The group seeks to leverage a prior decision by Oklahoma’s top court to establish a state right to abortion that’s independent of Roe. In a separate case concerning state authority to medicate someone against their will, the Oklahoma Supreme Court ruled the state constitution recognizes privacy rights and freedom from “violation of bodily autonomy,” Muqaddam said.

Oklahoma’s abortion ban similarly violates its constitution by giving the state “the right to redirect the force of your life against your will,” she said. “When you have an unwanted pregnancy, it affects your life permanently.”

In the draft of the US Supreme Court opinion leaked to Politico May 2, Justice Samuel Alito wrote that Roe was “egregiously wrong from the start” and it was time to “heed the Constitution and return the issue of abortion to the people’s elected representatives.” The opinion had the support of five of the nine justices on the US Supreme Court.

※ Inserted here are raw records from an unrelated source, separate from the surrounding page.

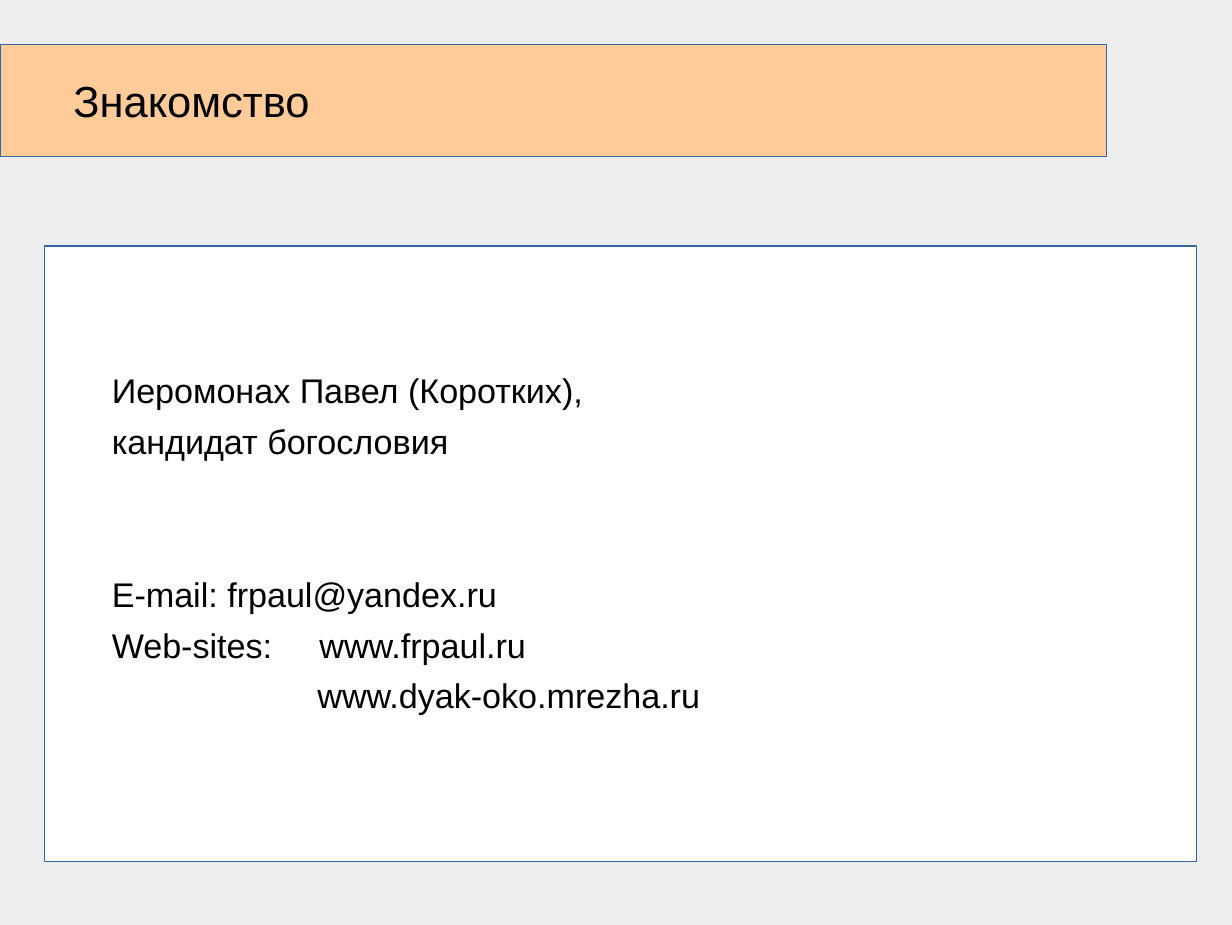
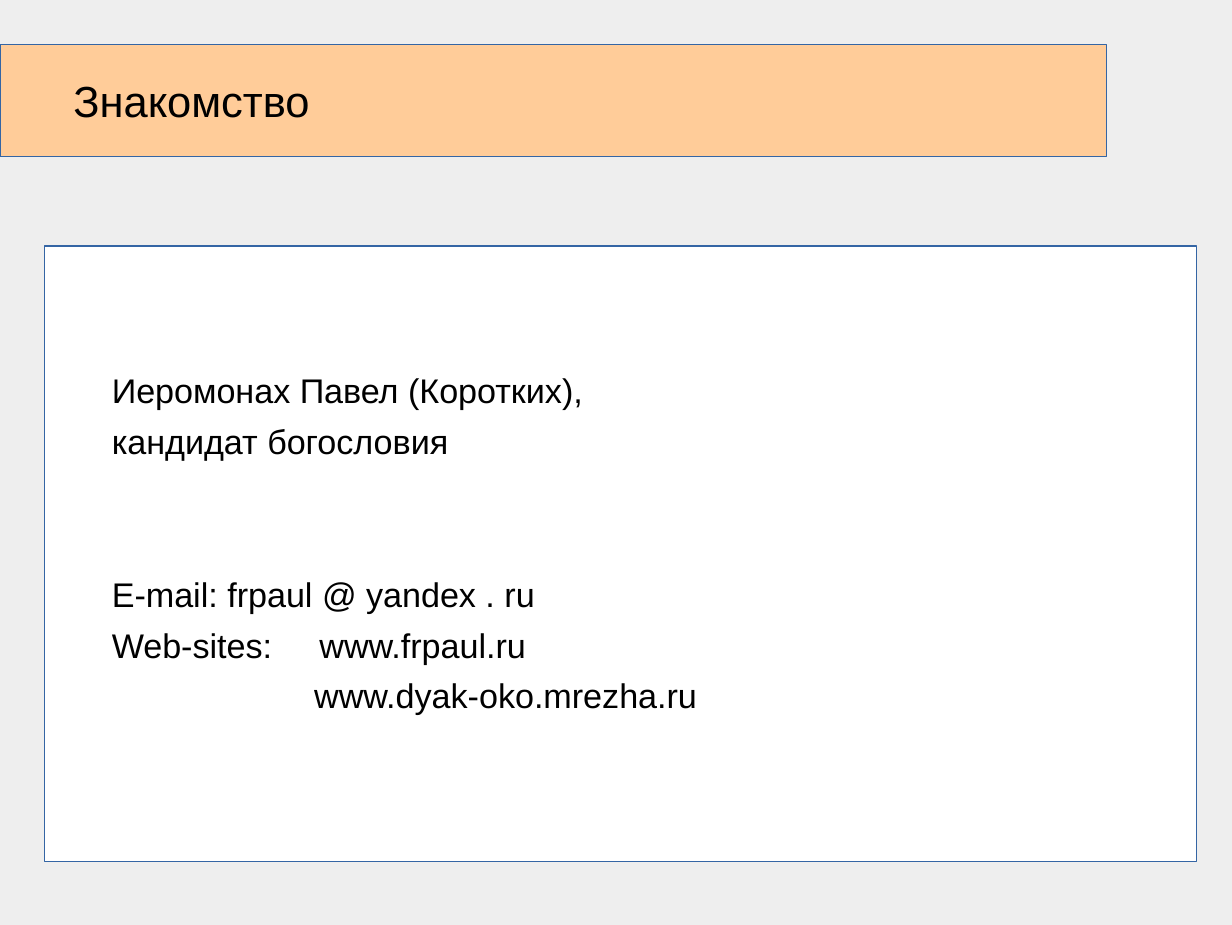
Before and after one commit to frpaul/ob, a slide deck: slide 1 of presentations/01_beginning_the_course_03.ppt. Drawn at 1232x925 pixels with LibreOffice and Linux fonts; fonts in the diff are those of the drawing. Boxes give left, top, right and bottom in pixels: in the first picture for what was removed or moved away, otherwise in the second. Text is boxed around its words. In the diff, an @@ line names an element or a change of style, - is before the commit and + after.

```diff
--- a/presentations/01_beginning_the_course_03.ppt
+++ b/presentations/01_beginning_the_course_03.ppt
@@ text at box(112, 582, 534, 613): text changed @@
-E-mail: frpaul@yandex.ru
+E-mail: frpaul @ yandex . ru
```
Also in this commit, not shown: 7 other slides changed, 1 slide added, 2 slides removed, 17 other files.

A final ruling is expected by early July.

The citizen-enforcement mechanism in the Oklahoma law was copied from Texas’ Heartbeat Act, which bans abortions after fetal cardiac activity can be detected, usually around six weeks.

The US Supreme Court allowed Texas’s law to remain in effect even though some justices expressed concern that state officials were purposefully evading judicial scrutiny by outsourcing enforcement of state laws to civilians, who don’t need any connection to sue.

Oklahoma legislators passed a six-weeks ban that mirrored the Texas law before pushing further to pass the near-total abortion ban. Center for Reproductive Rights lawyers are challenging both bans at the Oklahoma Supreme Court.

Susan Brazelton, a director of the Roe Fund, which raises money to help women pay for abortions and travel expenses, said she’s particularly concerned about the statutory language that potentially exposes everyone who provides any assistance to a person seeking an abortion to lawsuits. Abortion funds, other non-profits and some corporations that have opted to cover procedural and travel costs aren’t sure where the lines are drawn.

“They’ve never clarified” the definitions, said Brazelton, who also coordinates patient safety escorts at the Tulsa Women’s Clinic. “So we’re all scrambling, trying to figure out… I guess me opening a door into the clinic and directing a car into a driveway is aiding and abetting?”

Oklahoma’s abortion providers also asked the state’s high court to prevent court clerks from accepting lawsuits filed under the new abortion ban. A group of Texas clinics temporarily won that same protection from a federal judge, only to lose it when an appeals court ruled US judges can’t tell state-court clerks what to do in state-law challenges.

“We have to use every legal lever we have, including state constitutions,” Muqaddam said. “We won’t be successful everywhere. We will have such large abortion deserts in the US that women will have to travel many hundreds of miles to access care,” crossing multiple state lines to reach open clinics.

The solution is for Congress to pass the Women’s Health Protection Act, which will enshrine abortion rights in federal law, Muqaddam said. So far, that measure has passed the Democrat-controlled House but has failed to pass in the evenly split Senate.